If Jenks' hats seem easy to spot, then it's a cinch to locate the designer herself on the streets of London. Her wild mane of blond tufts, recently injected with shots of fuchsia highlights, flies freely from under a small crystal beaded cap, devoid of the color black. "I hate the color black," she winces. In addition to Julien Macdonald and Christian Lacroix, Jenks' favorite designer is her personal couturier, Florinda, to whom she can dictate all of her outlandish requests, including the bright orange Lycra catsuit splattered in hand-painted pink flowers she wore to a friend's Christmas party.
"She's electric and so are her hats," says designer Stephen Fairchild, who used Jenks' splashy designs in his last spring runway collection.

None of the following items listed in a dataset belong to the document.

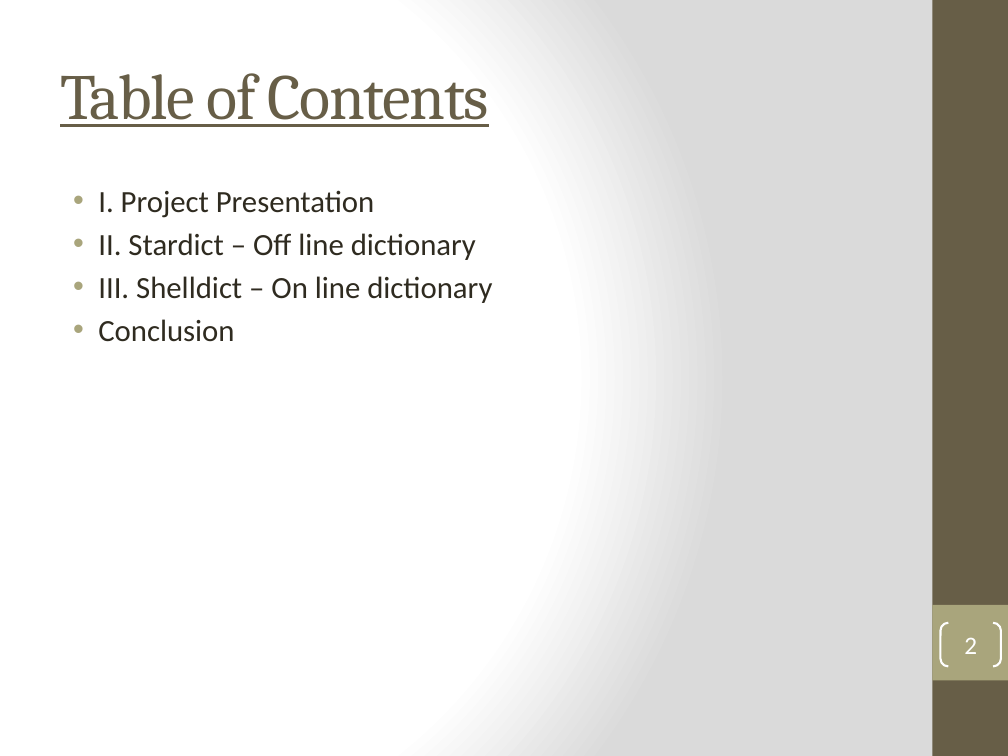
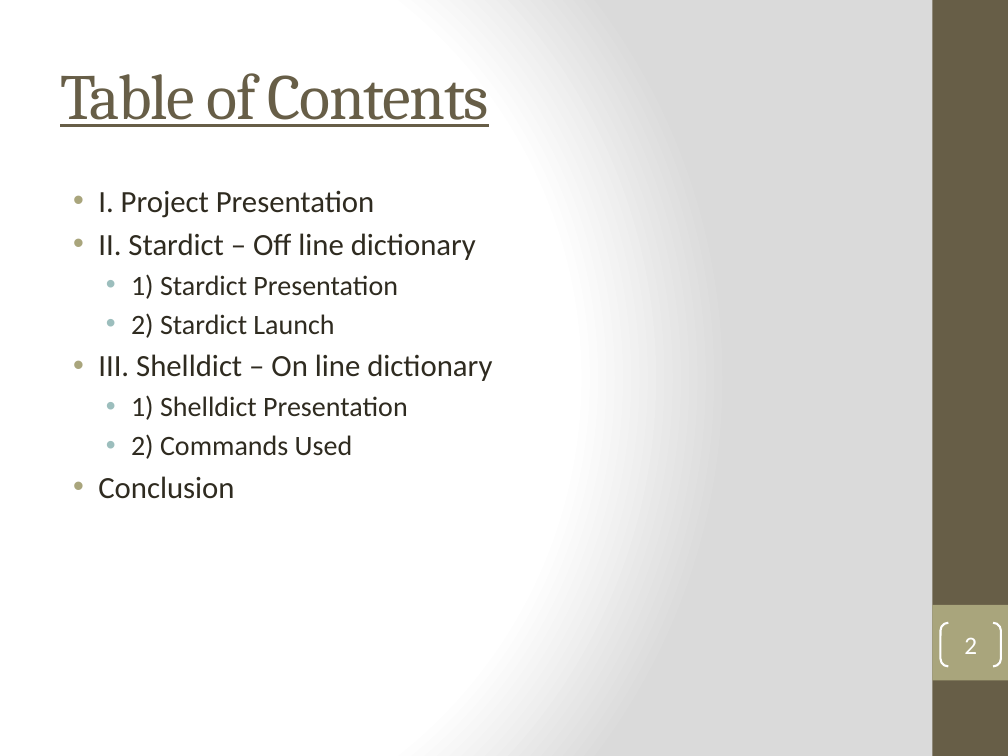
Before and after one commit to kiago/isepse2014, a slide deck: slide 2 of projects/dictionary/Project_Presentation.pptx. Drawn at 1008x756 pixels with LibreOffice and Linux fonts; fonts in the diff are those of the drawing. Boxes give left, top, right and bottom in pixels: in the first picture for what was removed or moved away, otherwise in the second. Text is boxed around its words. In the diff, an @@ line names an element or a change of style, - is before the commit and + after.

```diff
--- a/projects/dictionary/Project_Presentation.pptx
+++ b/projects/dictionary/Project_Presentation.pptx
@@ text at (x1=131, y1=274, x2=398, y2=338): paragraphs added @@
+  • 1) Stardict Presentation
+  • 2) Stardict Launch
@@ text at (x1=131, y1=395, x2=408, y2=459): paragraphs added @@
+  • 1) Shelldict Presentation
+  • 2) Commands Used
```
Also in this commit, not shown: 4 other slides changed, 5 slides added.
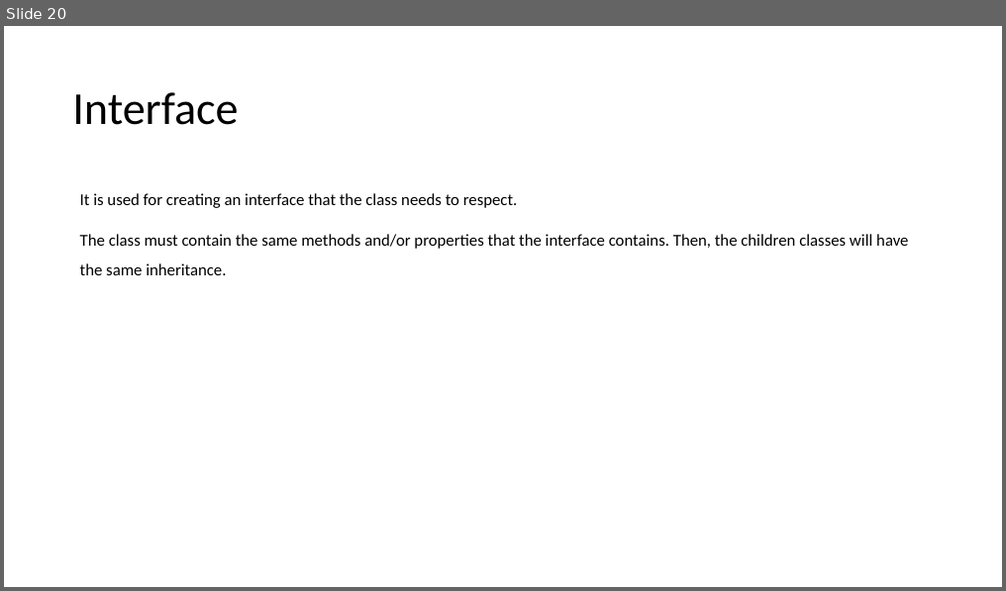
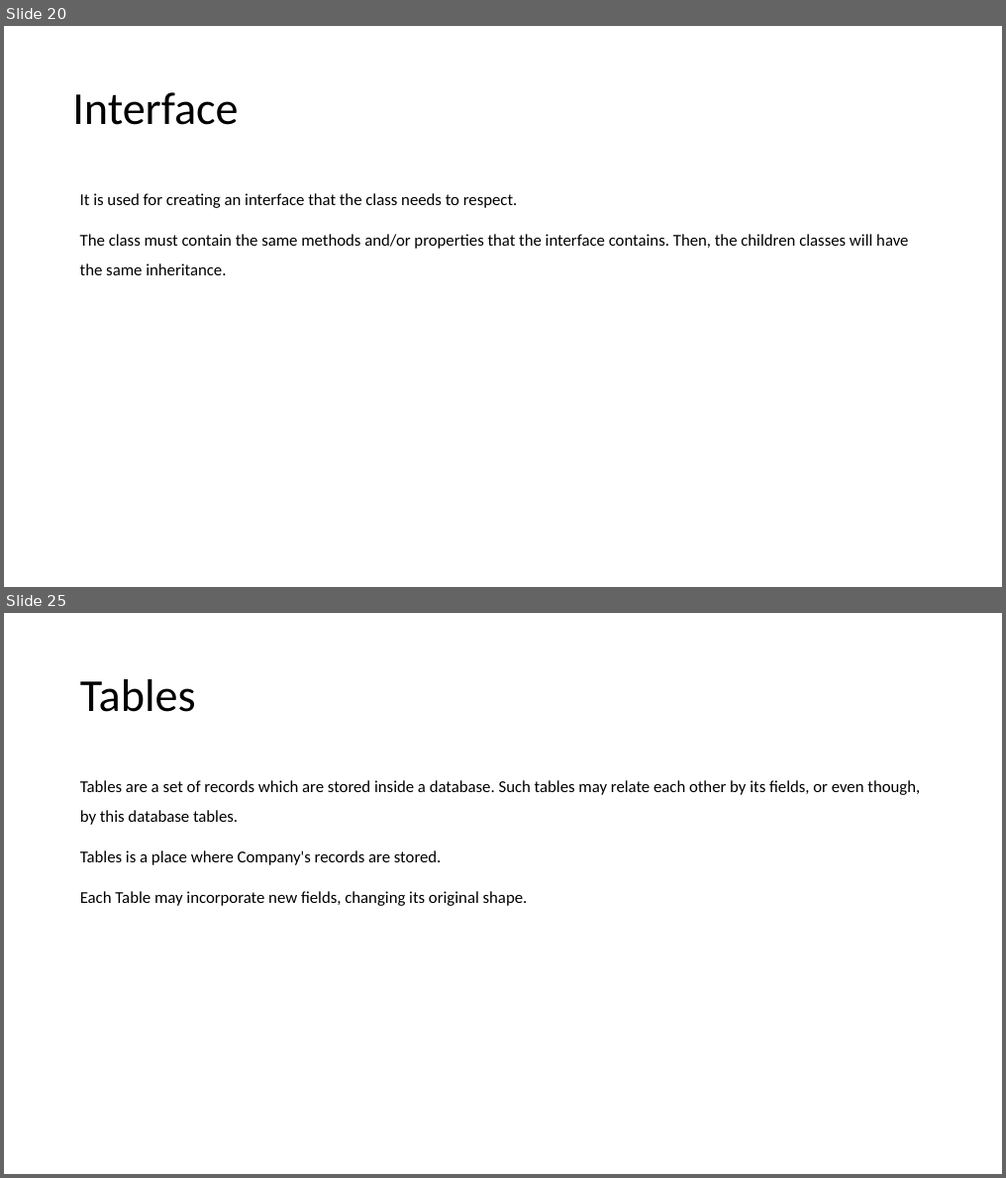
Before and after one commit to abelcondear/course, a slide deck: english/software-engineer.pptx. Shown one above the other, each under a label of ours: slide 20 before the commit, slides 20 and 25 after it; the slides between them are not shown. The pictures are 1006x591 and 1006x1178 pixels, drawn with LibreOffice and Linux fonts; fonts in the diff are those of the drawing. Boxes give left, top, right and bottom in pixels: in the first picture for what was removed or moved away, otherwise in the second. Text is boxed around its words. In the diff, an @@ line names an element or a change of style, - is before the commit and + after.

```diff
--- a/english/software-engineer.pptx
+++ b/english/software-engineer.pptx
@@ slide 25 added at bbox=[4, 613, 1002, 1174], background #FFFFFF @@
@@ title added at bbox=[80, 679, 196, 712], 44 pt, text #000000 @@
+Tables
@@ text added at bbox=[80, 780, 920, 906], 16 pt, text #000000 @@
+Tables are a set of records which are stored inside a database. Such tables may relate each other by its fields, or even though, by this database tables.
+Tables is a place where Company's records are stored.
+Each Table may incorporate new fields, changing its original shape.
```
Also in this commit, not shown: 22 other slides added, 1 other file.

"I'm like a magpie- you know, that bird that is attracted to anything remotely twinkly- I just can't get enough of the sparkle," Jenks says of the curtains of Swarovski crystals on her floor, but don't think this designer can't also take it down a notch. "I want to make women look sexy and beautiful," she says.
Luckily for the milliner, all of London is currently abuzz with hats. "People are wearing them everywhere," says Jenks, whose favorite headgear for the moment is her large Eskimo style, rabbit fur cap topped with a giant pom-pom and two prancing side strings. "Fashion is really stepping up and it's great fun watching people at parties."
Although the market may be fertile, Jenks may be aware but is not put off by her stiff competition. "They are geniuses, truly clever," says Jenks referring to Treacy and Jones. "I'm a girl," she says matter-of-factly, "and they do heady, abstract art which is amazing, but I'm different. I just want to make something girly and beautiful."